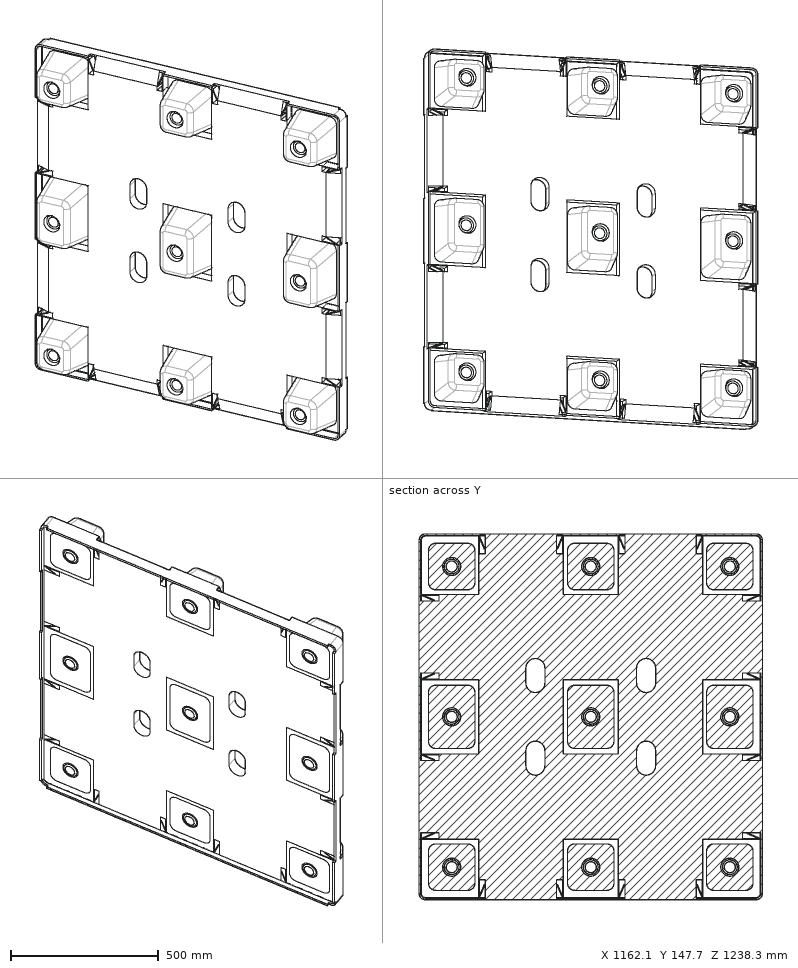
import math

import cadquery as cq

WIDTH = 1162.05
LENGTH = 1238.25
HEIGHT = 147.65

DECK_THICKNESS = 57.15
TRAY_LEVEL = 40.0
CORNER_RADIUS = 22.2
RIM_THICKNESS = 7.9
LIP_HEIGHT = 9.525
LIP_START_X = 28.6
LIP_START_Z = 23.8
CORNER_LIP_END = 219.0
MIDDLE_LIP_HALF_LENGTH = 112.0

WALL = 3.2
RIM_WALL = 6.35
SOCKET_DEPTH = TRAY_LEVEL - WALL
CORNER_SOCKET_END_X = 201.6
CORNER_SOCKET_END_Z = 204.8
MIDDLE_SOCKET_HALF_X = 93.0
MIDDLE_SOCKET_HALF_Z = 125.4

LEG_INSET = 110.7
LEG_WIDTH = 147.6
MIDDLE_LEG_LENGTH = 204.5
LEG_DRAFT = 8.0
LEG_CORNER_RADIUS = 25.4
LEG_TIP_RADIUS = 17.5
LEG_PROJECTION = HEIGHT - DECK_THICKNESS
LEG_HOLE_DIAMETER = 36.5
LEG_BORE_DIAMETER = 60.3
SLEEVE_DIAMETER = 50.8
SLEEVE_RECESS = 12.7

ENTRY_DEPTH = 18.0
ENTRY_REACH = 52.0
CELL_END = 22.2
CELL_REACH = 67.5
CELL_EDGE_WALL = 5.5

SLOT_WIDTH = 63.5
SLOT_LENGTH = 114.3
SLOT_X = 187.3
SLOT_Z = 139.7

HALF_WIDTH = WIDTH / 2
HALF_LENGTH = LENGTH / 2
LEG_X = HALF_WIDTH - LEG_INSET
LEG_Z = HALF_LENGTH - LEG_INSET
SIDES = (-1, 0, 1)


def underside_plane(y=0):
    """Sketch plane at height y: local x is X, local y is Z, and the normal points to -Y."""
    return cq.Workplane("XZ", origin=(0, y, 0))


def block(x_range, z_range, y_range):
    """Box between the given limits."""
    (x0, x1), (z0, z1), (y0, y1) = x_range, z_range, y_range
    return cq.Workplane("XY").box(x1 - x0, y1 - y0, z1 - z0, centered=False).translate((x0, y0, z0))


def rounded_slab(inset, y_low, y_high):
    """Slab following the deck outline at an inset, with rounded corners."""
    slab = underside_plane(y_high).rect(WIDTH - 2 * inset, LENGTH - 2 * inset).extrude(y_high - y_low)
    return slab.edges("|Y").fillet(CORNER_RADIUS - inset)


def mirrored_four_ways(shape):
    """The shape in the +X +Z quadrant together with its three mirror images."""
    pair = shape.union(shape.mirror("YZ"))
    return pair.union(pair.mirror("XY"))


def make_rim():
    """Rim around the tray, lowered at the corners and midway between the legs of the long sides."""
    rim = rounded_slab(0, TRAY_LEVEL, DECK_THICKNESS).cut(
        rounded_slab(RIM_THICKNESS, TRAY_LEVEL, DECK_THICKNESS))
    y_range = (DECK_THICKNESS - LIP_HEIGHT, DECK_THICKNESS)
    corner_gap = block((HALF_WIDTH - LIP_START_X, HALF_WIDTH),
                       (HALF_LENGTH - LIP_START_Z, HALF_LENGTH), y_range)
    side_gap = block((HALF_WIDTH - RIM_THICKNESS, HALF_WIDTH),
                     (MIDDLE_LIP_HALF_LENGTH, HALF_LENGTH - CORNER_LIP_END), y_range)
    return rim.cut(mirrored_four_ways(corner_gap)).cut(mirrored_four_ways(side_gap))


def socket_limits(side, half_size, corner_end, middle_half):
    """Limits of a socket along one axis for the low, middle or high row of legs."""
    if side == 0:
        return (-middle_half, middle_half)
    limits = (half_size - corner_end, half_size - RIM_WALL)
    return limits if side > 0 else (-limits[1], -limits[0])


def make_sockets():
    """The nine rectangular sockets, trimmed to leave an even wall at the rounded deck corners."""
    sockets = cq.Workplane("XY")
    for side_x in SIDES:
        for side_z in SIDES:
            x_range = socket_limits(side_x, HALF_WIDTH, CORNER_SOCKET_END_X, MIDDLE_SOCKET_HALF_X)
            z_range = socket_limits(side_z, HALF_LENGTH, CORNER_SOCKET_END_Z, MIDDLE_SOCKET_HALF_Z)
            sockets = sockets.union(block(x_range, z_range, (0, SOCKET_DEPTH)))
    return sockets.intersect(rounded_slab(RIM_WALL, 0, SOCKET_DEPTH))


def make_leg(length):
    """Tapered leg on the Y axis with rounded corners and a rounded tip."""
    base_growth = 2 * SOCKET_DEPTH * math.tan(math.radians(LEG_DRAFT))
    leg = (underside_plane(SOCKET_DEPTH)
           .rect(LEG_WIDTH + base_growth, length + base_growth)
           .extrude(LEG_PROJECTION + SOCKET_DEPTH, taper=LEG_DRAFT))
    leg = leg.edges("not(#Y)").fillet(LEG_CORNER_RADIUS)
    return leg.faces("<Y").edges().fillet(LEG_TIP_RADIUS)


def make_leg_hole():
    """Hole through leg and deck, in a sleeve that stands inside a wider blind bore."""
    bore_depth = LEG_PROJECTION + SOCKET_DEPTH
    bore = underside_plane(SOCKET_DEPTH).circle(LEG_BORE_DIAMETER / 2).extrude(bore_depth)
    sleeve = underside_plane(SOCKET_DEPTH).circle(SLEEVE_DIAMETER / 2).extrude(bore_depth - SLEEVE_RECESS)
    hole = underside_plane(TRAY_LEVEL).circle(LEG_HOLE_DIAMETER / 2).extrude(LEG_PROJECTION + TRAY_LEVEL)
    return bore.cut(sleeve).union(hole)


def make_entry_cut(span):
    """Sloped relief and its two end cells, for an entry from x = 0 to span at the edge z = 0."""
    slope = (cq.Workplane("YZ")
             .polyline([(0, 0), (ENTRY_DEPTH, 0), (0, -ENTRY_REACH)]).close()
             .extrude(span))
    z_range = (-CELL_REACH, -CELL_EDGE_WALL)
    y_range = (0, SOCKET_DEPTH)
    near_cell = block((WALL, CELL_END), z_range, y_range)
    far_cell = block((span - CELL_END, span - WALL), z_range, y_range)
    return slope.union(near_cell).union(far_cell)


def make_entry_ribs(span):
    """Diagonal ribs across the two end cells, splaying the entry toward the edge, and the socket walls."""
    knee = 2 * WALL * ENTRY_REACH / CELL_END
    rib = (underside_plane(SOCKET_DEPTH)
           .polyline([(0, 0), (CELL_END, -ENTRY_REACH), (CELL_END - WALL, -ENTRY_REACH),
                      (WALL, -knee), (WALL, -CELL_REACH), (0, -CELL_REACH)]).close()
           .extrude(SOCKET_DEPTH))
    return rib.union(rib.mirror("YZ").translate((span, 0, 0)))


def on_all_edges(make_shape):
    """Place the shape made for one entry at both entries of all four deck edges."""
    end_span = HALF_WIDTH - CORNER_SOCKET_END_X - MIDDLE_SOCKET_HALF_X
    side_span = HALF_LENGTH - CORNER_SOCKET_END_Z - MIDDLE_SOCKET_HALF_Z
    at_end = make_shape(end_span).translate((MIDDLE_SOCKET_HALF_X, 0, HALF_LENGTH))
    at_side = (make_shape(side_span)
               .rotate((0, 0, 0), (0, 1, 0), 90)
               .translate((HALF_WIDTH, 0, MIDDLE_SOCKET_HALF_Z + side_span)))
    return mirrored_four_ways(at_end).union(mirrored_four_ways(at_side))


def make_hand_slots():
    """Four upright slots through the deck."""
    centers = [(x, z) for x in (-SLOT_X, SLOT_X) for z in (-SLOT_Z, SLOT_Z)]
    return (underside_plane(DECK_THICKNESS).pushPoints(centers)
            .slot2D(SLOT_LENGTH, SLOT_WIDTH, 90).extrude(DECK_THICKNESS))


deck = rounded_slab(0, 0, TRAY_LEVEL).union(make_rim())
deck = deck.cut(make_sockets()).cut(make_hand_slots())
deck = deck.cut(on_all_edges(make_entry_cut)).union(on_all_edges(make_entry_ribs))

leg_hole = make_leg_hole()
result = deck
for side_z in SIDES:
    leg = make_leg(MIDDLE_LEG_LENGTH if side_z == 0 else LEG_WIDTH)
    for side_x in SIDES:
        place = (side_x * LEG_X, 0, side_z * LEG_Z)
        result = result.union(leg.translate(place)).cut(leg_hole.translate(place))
-*-*-
A word-for-word copy of the lines from the start of the listing through the line containing "LEG_TIP_RADIUS = 17.5" is the answer. Pictures stay out of it.

import math

import cadquery as cq

WIDTH = 1162.05
LENGTH = 1238.25
HEIGHT = 147.65

DECK_THICKNESS = 57.15
TRAY_LEVEL = 40.0
CORNER_RADIUS = 22.2
RIM_THICKNESS = 7.9
LIP_HEIGHT = 9.525
LIP_START_X = 28.6
LIP_START_Z = 23.8
CORNER_LIP_END = 219.0
MIDDLE_LIP_HALF_LENGTH = 112.0

WALL = 3.2
RIM_WALL = 6.35
SOCKET_DEPTH = TRAY_LEVEL - WALL
CORNER_SOCKET_END_X = 201.6
CORNER_SOCKET_END_Z = 204.8
MIDDLE_SOCKET_HALF_X = 93.0
MIDDLE_SOCKET_HALF_Z = 125.4

LEG_INSET = 110.7
LEG_WIDTH = 147.6
MIDDLE_LEG_LENGTH = 204.5
LEG_DRAFT = 8.0
LEG_CORNER_RADIUS = 25.4
LEG_TIP_RADIUS = 17.5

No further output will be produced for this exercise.